Reduce number of references in RSV phylogenetic tree - Nextclade CLI

Hello,

I’m running Nextclade CLI on some RSV samples using the RSV Nextstrain datasets and I notice the phylogenetic tree that is produced is very large. How would you suggest to subsample the dataset to reduce the number of reference sequences shown on the tree? Ideally I only want a few representative sequences (one of each rsv clade) plus my samples to be shown.

Thanks!

Hi @jojo

Can you explain your use-case a little?

There is currently no way other than creating your own dataset, either from scratch, to build a new reference tree, or by pruning the existing reference tree. The Snakemake workflows for creating these datasets are available on GitHub - you can find links in the readme file of the dataset (it is also rendered on the dataset page in Nextclade Web).

As a simpler alternative, you could post-process Nextclade’s output files to your liking. But there’s always a danger that with manual interventions you create a picture of what you’d comfortable to see, not what there is in reality.

In the time being, what you can do is if you are browsing the resulting tree in Auspice viewer (embedded into Nextclade Web or standalone), then you can filter by “Node type: New”. This will hide the reference nodes and will only keep the branches and your samples, so that they are more visible. This is the default when navigating to the tree page in Nextclade Web.

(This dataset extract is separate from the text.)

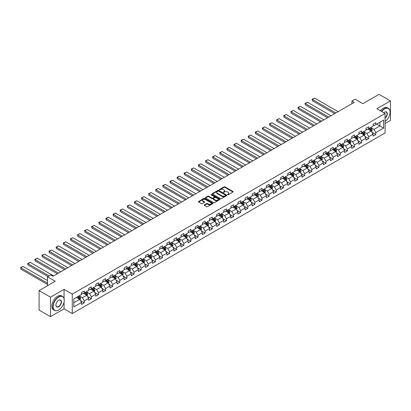 <?xml version="1.0" encoding="UTF-8"?>
<svg xmlns="http://www.w3.org/2000/svg" width="411" height="411" viewBox="0 0 411 411"><rect width="100%" height="100%" fill="white"/><g stroke="black" fill="none" stroke-linecap="round" stroke-linejoin="round"><path stroke-width="0.62" d="M227.591 194.742L228.218 194.742L232.97 191.999A0.632 0.365 0 0 0 233.155 191.742A0.632 0.365 0 0 0 232.97 191.48L224.92 186.83A0.632 0.365 0 0 0 224.021 186.83L219.269 189.579L219.269 189.939L220.512 189.584A2.024 1.171 0 0 1 223.373 189.584L224.046 189.969A2.024 1.171 0 0 1 224.637 190.796A2.024 1.171 0 0 1 224.046 191.624L223.43 192.343L224.673 191.988A2.024 1.171 0 0 1 227.535 191.988L228.208 192.374A2.024 1.171 0 0 1 228.799 193.201A2.024 1.171 0 0 1 228.208 194.028L227.591 194.742L227.591 194.382M204.38 204.863A0.632 0.365 0 0 0 204.195 205.12A0.632 0.365 0 0 0 204.38 205.382L206.641 206.687A0.632 0.365 0 0 0 207.534 206.687L212.816 203.635A0.632 0.365 0 0 0 213.001 203.378A0.632 0.365 0 0 0 212.816 203.121L204.76 198.472A0.632 0.365 0 0 0 203.866 198.472L198.585 201.518A0.632 0.365 0 0 0 198.4 201.775A0.632 0.365 0 0 0 198.585 202.037L201.318 203.609A0.632 0.365 0 0 0 202.212 203.609L204.473 202.304A0.632 0.365 0 0 0 204.657 202.048A0.632 0.365 0 0 0 204.473 201.791L203.116 201.01A1.69 0.976 0 0 1 202.623 200.316A1.69 0.976 0 0 1 203.666 199.412A1.69 0.976 0 0 1 205.51 199.628L210.812 202.685A1.69 0.976 0 0 1 211.311 203.378A1.69 0.976 0 0 1 210.262 204.282A1.69 0.976 0 0 1 208.418 204.067L207.534 203.558A0.632 0.365 0 0 0 206.641 203.558L204.38 204.863L204.38 205.382M385.071 123.495L390.45 120.387L390.45 100.916L379.055 94.335L362.872 103.675L355.125 99.205L351.929 101.044L354.21 102.36L52.993 276.269L50.712 274.954L47.522 276.793L47.522 285.743M64.07 298.592L64.07 289.349L50.486 297.189L39.091 290.613L55.269 281.268L47.522 276.793M64.07 289.349L72.274 294.086L385.071 113.493L385.071 132.969L72.274 313.562L72.274 294.086M390.45 100.916L376.866 108.756L385.071 113.493M220.558 198.652A0.632 0.365 0 0 0 221.452 198.652L226.728 195.6A0.632 0.365 0 0 0 226.913 195.343A0.632 0.365 0 0 0 226.728 195.086L218.678 190.437A0.632 0.365 0 0 0 217.784 190.437L212.502 193.483A0.632 0.365 0 0 0 212.317 193.74A0.632 0.365 0 0 0 212.502 194.002L220.558 198.652M211.136 194.84L211.583 194.901L211.583 194.377L219.772 199.104A0.632 0.365 0 0 1 219.957 199.361A0.632 0.365 0 0 1 219.772 199.618L214.491 202.669A0.632 0.365 0 0 1 213.597 202.669L205.546 198.02L207.802 196.725L207.802 196.196L205.546 197.501A0.632 0.365 0 0 0 205.356 197.758A0.632 0.365 0 0 0 205.546 198.02L205.546 197.501M207.802 196.725A0.632 0.365 0 0 1 208.701 196.725L208.701 196.196A0.632 0.365 0 0 0 207.802 196.196M208.701 196.196L211.963 198.081A0.632 0.365 0 0 0 212.862 198.081L214.357 197.218A0.632 0.365 0 0 0 214.542 196.956A0.632 0.365 0 0 0 214.357 196.699L210.956 194.737L211.583 194.377M50.486 297.189L50.486 316.665L39.091 310.084L39.091 290.613M80.458 300.626L84.26 302.825L84.26 300.903L88.637 298.376L88.637 300.297L91.376 298.715L91.376 296.799L95.748 294.271L95.748 296.192L98.486 294.61L98.486 292.689L102.863 290.166L102.863 292.087L105.596 290.505L105.596 288.584L109.973 286.056L109.973 287.977L112.706 286.4L112.706 284.479L117.084 281.951L117.084 283.873L119.817 282.295L119.817 280.374L124.194 277.846L124.194 279.768L126.927 278.19L126.927 276.269L131.304 273.741L131.304 275.663L134.043 274.086L134.043 272.164L138.415 269.637L138.415 271.558L141.153 269.981L141.153 268.059L145.53 265.532L145.53 267.453L148.263 265.871L148.263 263.949L152.64 261.427L152.64 263.348L155.373 261.766L155.373 259.844L159.751 257.322L159.751 259.238L162.484 257.661L162.484 255.74L166.861 253.212L166.861 255.133L169.594 253.556L169.594 251.635L173.971 249.107L173.971 251.029L176.709 249.451L176.709 247.53L181.081 245.002L181.081 246.924L183.82 245.346L183.82 243.425L188.192 240.897L188.192 242.819L190.93 241.242L190.93 239.32L195.307 236.793L195.307 238.714L198.04 237.132L198.04 235.21L202.418 232.688L202.418 234.609L205.151 233.027L205.151 231.105L209.528 228.583L209.528 230.504L212.261 228.922L212.261 227L216.638 224.473L216.638 226.394L219.371 224.817L219.371 222.896L223.748 220.368L223.748 222.289L226.487 220.712L226.487 218.791L230.859 216.263L230.859 218.184L233.597 216.607L233.597 214.686L237.974 212.158L237.974 214.08L240.707 212.502L240.707 210.581L245.084 208.053L245.084 209.975L247.818 208.398L247.818 206.476L252.195 203.948L252.195 205.87L254.928 204.288L254.928 202.366L259.305 199.844L259.305 201.765L262.038 200.183L262.038 198.261L266.415 195.739L266.415 197.655L269.154 196.078L269.154 194.156L273.526 191.629L273.526 193.55L276.264 191.973L276.264 190.052L280.636 187.524L280.636 189.445L283.374 187.868L283.374 185.947L287.751 183.419L287.751 185.34L290.485 183.763L290.485 181.842L294.862 179.314L294.862 181.236L297.595 179.658L297.595 177.737L301.972 175.209L301.972 177.131L304.705 175.548L304.705 173.627L309.082 171.104L309.082 173.026L311.815 171.444L311.815 169.522L316.193 167L316.193 168.921L318.931 167.339L318.931 165.417L323.303 162.89L323.303 164.811L326.041 163.234L326.041 161.312L330.418 158.785L330.418 160.706L333.151 159.129L333.151 157.208L337.529 154.68L337.529 156.601L340.262 155.024L340.262 153.103L344.639 150.575L344.639 152.496L347.372 150.919L347.372 148.998L351.749 146.47L351.749 148.392L354.482 146.809L354.482 144.893L358.86 142.365L358.86 144.287L361.598 142.704L361.598 140.783L365.97 138.26L365.97 140.182L368.708 138.599L368.708 136.678L373.08 134.15L373.08 136.072L375.818 134.495L375.818 132.573L383.566 128.098L383.566 120.099L379.918 122.206L379.918 125.992L383.566 128.098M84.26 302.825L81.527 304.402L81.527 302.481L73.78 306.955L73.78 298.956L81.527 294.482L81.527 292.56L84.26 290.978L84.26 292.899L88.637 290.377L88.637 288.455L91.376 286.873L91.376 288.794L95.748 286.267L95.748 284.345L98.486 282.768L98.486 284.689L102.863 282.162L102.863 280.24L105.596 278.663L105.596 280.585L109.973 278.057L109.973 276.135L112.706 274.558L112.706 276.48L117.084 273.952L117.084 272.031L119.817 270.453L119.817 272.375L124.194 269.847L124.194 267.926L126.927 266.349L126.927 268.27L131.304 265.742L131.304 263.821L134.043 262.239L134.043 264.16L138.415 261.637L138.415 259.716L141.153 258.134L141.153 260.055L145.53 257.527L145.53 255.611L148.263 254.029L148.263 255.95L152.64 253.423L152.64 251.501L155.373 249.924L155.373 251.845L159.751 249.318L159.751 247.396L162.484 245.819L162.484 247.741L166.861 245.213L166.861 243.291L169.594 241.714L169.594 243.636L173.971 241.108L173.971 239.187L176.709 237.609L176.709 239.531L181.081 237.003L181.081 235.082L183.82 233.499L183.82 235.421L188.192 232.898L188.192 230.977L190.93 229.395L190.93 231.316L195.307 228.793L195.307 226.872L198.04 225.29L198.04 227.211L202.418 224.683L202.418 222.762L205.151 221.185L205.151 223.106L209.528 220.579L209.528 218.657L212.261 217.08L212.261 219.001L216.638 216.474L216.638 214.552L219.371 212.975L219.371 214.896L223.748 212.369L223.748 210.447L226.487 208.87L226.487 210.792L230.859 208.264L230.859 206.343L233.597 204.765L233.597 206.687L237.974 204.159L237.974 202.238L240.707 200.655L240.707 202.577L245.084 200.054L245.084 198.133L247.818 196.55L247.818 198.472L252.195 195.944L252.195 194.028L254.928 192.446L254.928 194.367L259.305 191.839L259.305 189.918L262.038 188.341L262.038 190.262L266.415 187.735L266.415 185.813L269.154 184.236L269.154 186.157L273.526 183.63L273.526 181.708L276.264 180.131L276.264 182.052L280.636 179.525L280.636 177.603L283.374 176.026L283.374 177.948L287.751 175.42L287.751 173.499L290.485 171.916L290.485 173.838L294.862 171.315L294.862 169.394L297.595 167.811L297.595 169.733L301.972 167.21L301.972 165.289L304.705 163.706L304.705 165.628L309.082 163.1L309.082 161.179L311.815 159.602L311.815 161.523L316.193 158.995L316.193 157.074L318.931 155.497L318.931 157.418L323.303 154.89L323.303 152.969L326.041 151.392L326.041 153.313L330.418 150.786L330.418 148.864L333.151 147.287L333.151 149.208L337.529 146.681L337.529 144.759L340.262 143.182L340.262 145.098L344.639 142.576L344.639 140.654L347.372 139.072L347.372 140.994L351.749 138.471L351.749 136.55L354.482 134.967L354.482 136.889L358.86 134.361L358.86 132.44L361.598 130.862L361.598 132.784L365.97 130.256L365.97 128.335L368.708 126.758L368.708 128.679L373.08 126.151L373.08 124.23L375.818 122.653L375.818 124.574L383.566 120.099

Also, you can zoom-into a particular clade if you click on a branch.

Lastly, if you just need to know the clades of your samples (e.g. for medical diagnostics) you can open output tsv file in Excel and sort rows by clade column.

I only want a few representative sequences (one of each rsv clade)

This might not be a fantastic idea - the sequences are inevitably a little fuzzy, both your input sequences and the sequences on the reference tree. So for accurate placement it makes sense to have some decent amount of diversity here and there to help resolving ambiguities. This is particularly important for low-quality and partial sequences (which happens very often in RSV sequencing) as well as in presence of contamination and recombination.

In fact, the trend seems to be the opposite - to increase tree sizes. For example, our colleagues in UCSC building Usher can work with SARS-CoV-2 trees with millions of samples. In Nextclade we limit number of reference samples for technical reasons, but we’d like to increase these limits in the future.